> _Exercise objective_: Where a line holds the word "name", copy that line from the data below.

> _Material supplied_:
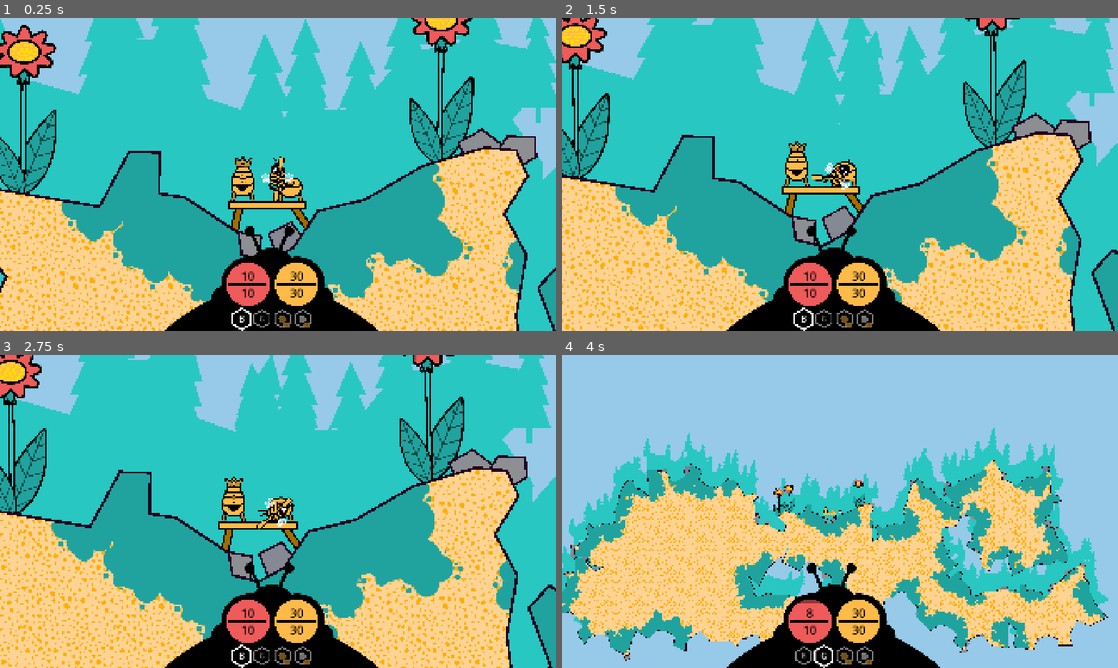
Above: before the commit, frames 1-4 (two rows, left to right).
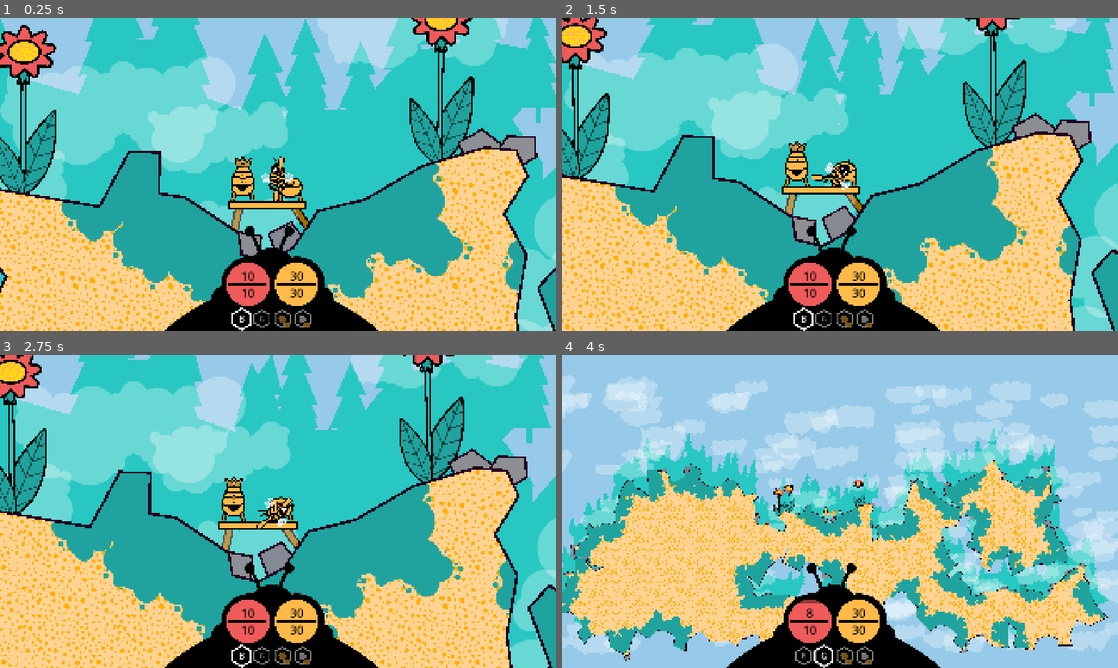
Above: after the commit, the same moments.

Repository: anttihaavikko/slumgum-waggle-dance
Game: Godot game, scene res://Scenes/main.tscn
Same seed, same stepped clock (60 frames per second), same inputs: the game is played once before the commit and once after it.
Inputs (mouse positions are in pixels of both pictures, inside the frame that each line leads up to):
- Up to frame 1 (0.25 s): no input
- Up to frame 2 (1.5 s): tap Enter at 0.5 s; move the mouse to (962, 158) at 0.52 s; hold D (right) 0.53-1.28 s; right-click (962, 158) at 0.6 s; move the mouse to (728, 190) at 1.27 s; hold S (brake) from 1.28 s (still down); click (728, 190) at 1.35 s
- Up to frame 3 (2.75 s): move the mouse to (333, 442) at 2.02 s; release S (brake) at 2.03 s; hold D (right) from 2.03 s (still down); tap 1 (slot_1) at 2.1 s
- Up to frame 4 (4 s): move the mouse to (812, 574) at 2.77 s; release D (right) at 2.78 s; hold W (accelerate) 2.78-3.53 s; tap 2 (slot_2) at 2.85 s; move the mouse to (1006, 558) at 3.52 s; hold A (left) from 3.53 s (still down); tap Z at 3.6 s

The runs differ from the first frame. In frame 1, 19% of the frame differs, in the area x 0-100%, y 0-100%; in frame 2, 18%; in frame 3, 18%; in frame 4, 20%, in the area x 0-100%, y 6-96%.

Commit message:
Add clouds

Diff:
--- a/Scenes/main.tscn
+++ b/Scenes/main.tscn
@@ -15,15 +15,20 @@
 [ext_resource type="PackedScene" uid="uid://dxxgw2udie8rg" path="res://_Starter/Scenes/face.tscn" id="7_344ge"]
 [ext_resource type="Texture2D" uid="uid://mhlcnjododb8" path="res://Sprites/wing.png" id="7_ynf5e"]
 [ext_resource type="Texture2D" uid="uid://bvmu61ruffpjm" path="res://Sprites/feeler.png" id="9_6iyac"]
+[ext_resource type="Texture2D" uid="uid://dq4p4s1xc713j" path="res://Sprites/cloud0.png" id="9_55jeb"]
+[ext_resource type="Script" uid="uid://dm7c5hyh8houj" path="res://_Starter/Scripts/clouds.gd" id="9_gsvbx"]
 [ext_resource type="PackedScene" uid="uid://dagf4wr0s64rf" path="res://Scenes/rock.tscn" id="9_o1aky"]
 [ext_resource type="PackedScene" uid="uid://d1kmkyvijt4sh" path="res://Scenes/Pieces/platform.tscn" id="9_ynf5e"]
+[ext_resource type="Texture2D" uid="uid://bf67jtvbxfd6h" path="res://Sprites/cloud1.png" id="10_gsvbx"]
 [ext_resource type="PackedScene" uid="uid://dq36w8r4o0c4s" path="res://Scenes/Pieces/support.tscn" id="10_hptm8"]
 [ext_resource type="Texture2D" uid="uid://chigtoisavcty" path="res://Sprites/held-hammer.png" id="10_k12tt"]
 [ext_resource type="Texture2D" uid="uid://bhmy8epeom4i4" path="res://Sprites/hands.png" id="11_b3802"]
+[ext_resource type="Texture2D" uid="uid://oy1jivx3hba6" path="res://Sprites/cloud2.png" id="11_bv80c"]
 [ext_resource type="Script" uid="uid://c1y4mjr0cxq7s" path="res://Scripts/island.gd" id="11_d1ilt"]
 [ext_resource type="Script" uid="uid://uxu8p38o38ip" path="res://_Starter/Scripts/mover.gd" id="11_h1bgf"]
 [ext_resource type="PackedScene" uid="uid://dfsx4ecwoq8gc" path="res://Scenes/Pieces/core.tscn" id="12_aa8k8"]
 [ext_resource type="Texture2D" uid="uid://dg0h4qyt6tjay" path="res://Sprites/item.png" id="12_gt3je"]
+[ext_resource type="Texture2D" uid="uid://bbjxqfep8bdgj" path="res://Sprites/cloud3.png" id="12_ptfg5"]
 [ext_resource type="Texture2D" uid="uid://sotoeyspthkx" path="res://Sprites/hud-frame.png" id="13_fdnlq"]
 [ext_resource type="Script" uid="uid://bdxalhd66bjh3" path="res://Scripts/hammer.gd" id="13_fevyy"]
 [ext_resource type="PackedScene" uid="uid://bxbgr700fj2tv" path="res://Scenes/Pieces/box.tscn" id="13_kqrg6"]
@@ -31,6 +36,7 @@
 [ext_resource type="Texture2D" uid="uid://cucel30a085ml" path="res://Sprites/held_scythe.png" id="14_pdsj5"]
 [ext_resource type="PackedScene" uid="uid://0ngmpejmn2sp" path="res://Scenes/globe.tscn" id="14_wsu2k"]
 [ext_resource type="Script" uid="uid://dug0iwlcv3ovm" path="res://Scripts/scythe.gd" id="15_ee4r6"]
+[ext_resource type="Shader" uid="uid://dw5u0j1r1we5x" path="res://_Starter/Shaders/blob.gdshader" id="15_k12tt"]
 [ext_resource type="Script" uid="uid://d0ks4dov861fq" path="res://Scripts/swinger.gd" id="18_1w6v2"]
 [ext_resource type="Script" uid="uid://u88bgweyhdp6" path="res://Scripts/inventory.gd" id="19_hibaj"]
 [ext_resource type="PackedScene" uid="uid://cyin4lknfiopg" path="res://Scenes/slot.tscn" id="20_hibaj"]
@@ -85,6 +91,15 @@
 title = "Equip"
 sprite = ExtResource("12_gt3je")
 metadata/_custom_type_script = "uid://0x44vjlq1u52"
+
+[sub_resource type="ShaderMaterial" id="ShaderMaterial_gsvbx"]
+shader = ExtResource("15_k12tt")
+shader_parameter/amount = 10.0
+shader_parameter/rotation_speed = 4.0
+shader_parameter/offset = 0.0
+shader_parameter/speed = 0.02
+shader_parameter/peaks = 13.0
+shader_parameter/time_mod = 0.5
 
 [sub_resource type="PhysicsMaterial" id="PhysicsMaterial_ee4r6"]
 bounce = 0.5
@@ -235,6 +250,19 @@
 offset_bottom = 21109.0
 color = Color(0.58766574, 0.7902795, 0.90929693, 1)
 
+[node name="Clouds" type="Node2D" parent="." unique_id=1368952648]
+script = ExtResource("9_gsvbx")
+amount = 200
+width = 25000
+height = 9000
+sprites = Array[Texture2D]([ExtResource("10_gsvbx"), ExtResource("11_bv80c"), ExtResource("12_ptfg5"), ExtResource("9_55jeb")])
+size_min = 3.0
+size_max = 8.0
+alpha = 0.3
+speed_min = -10.0
+speed_max = -150.0
+cloud_material = SubResource("ShaderMaterial_gsvbx")
+
 [node name="Platforms" type="Node2D" parent="." unique_id=403826179]
 position = Vector2(751, -309)
 script = ExtResource("2_d1ilt")
--- /dev/null
+++ b/_Starter/Scripts/clouds.gd
@@ -0,0 +1,33 @@
+extends Node2D
+
+@export var amount := 100
+@export var width := 5000
+@export var height := 1000
+@export var sprites: Array[Texture2D]
+@export var size_min := 1.0
+@export var size_max := 2.0
+@export var alpha := 0.5
+@export var speed_min := 1.0
+@export var speed_max := 2.0
+@export var cloud_material: Material
+
+var clouds: Array[Sprite2D] = []
+var speeds: Array[float] = []
+
+func _ready() -> void:
+	for i in amount:
+		var cloud = Sprite2D.new()
+		cloud.texture = sprites.pick_random()
+		cloud.scale *= Vector2.ONE * randf_range(size_min, size_max)
+		cloud.self_modulate = Color(1, 1, 1, alpha)
+		cloud.global_position = Vector2(randf_range(-width, width), randf_range(-height, height))
+		cloud.material = cloud_material
+		speeds.append(randf_range(speed_min, speed_max))
+		clouds.append(cloud)
+		add_child(cloud)
+
+func _process(delta) -> void:
+	for i in clouds.size():
+		clouds[i].position += Vector2.LEFT * speeds[i] * delta
+		if clouds[i].global_position.x > width: clouds[i].global_position.x = -width
+		if clouds[i].global_position.x < -width: clouds[i].global_position.x = width
--- a/_Starter/Scripts/limb.gd
+++ b/_Starter/Scripts/limb.gd
@@ -15,7 +15,7 @@
 	upper = LimbSegment.new(length, 0, false)
 	lower = LimbSegment.new(length, 1, true)
 
-func _process(_delta: float) -> void:
+func _physics_process(_delta: float) -> void:
 	if not target: return
 
 	if points.size() < 3:
Binary file added: Sprites/cloud0.png
Not shown, added: Sprites/cloud0.png.import
Binary file added: Sprites/cloud1.png
Not shown, added: Sprites/cloud1.png.import
Binary file added: Sprites/cloud2.png
Not shown, added: Sprites/cloud2.png.import
Binary file added: Sprites/cloud3.png
Not shown, added: Sprites/cloud3.png.import
Not shown, added: _Starter/Scripts/clouds.gd.uid
Not shown, changed: Misc/art.afdesign~lock~

> _Solution_:
+[node name="Clouds" type="Node2D" parent="." unique_id=1368952648]
 [node name="Platforms" type="Node2D" parent="." unique_id=403826179]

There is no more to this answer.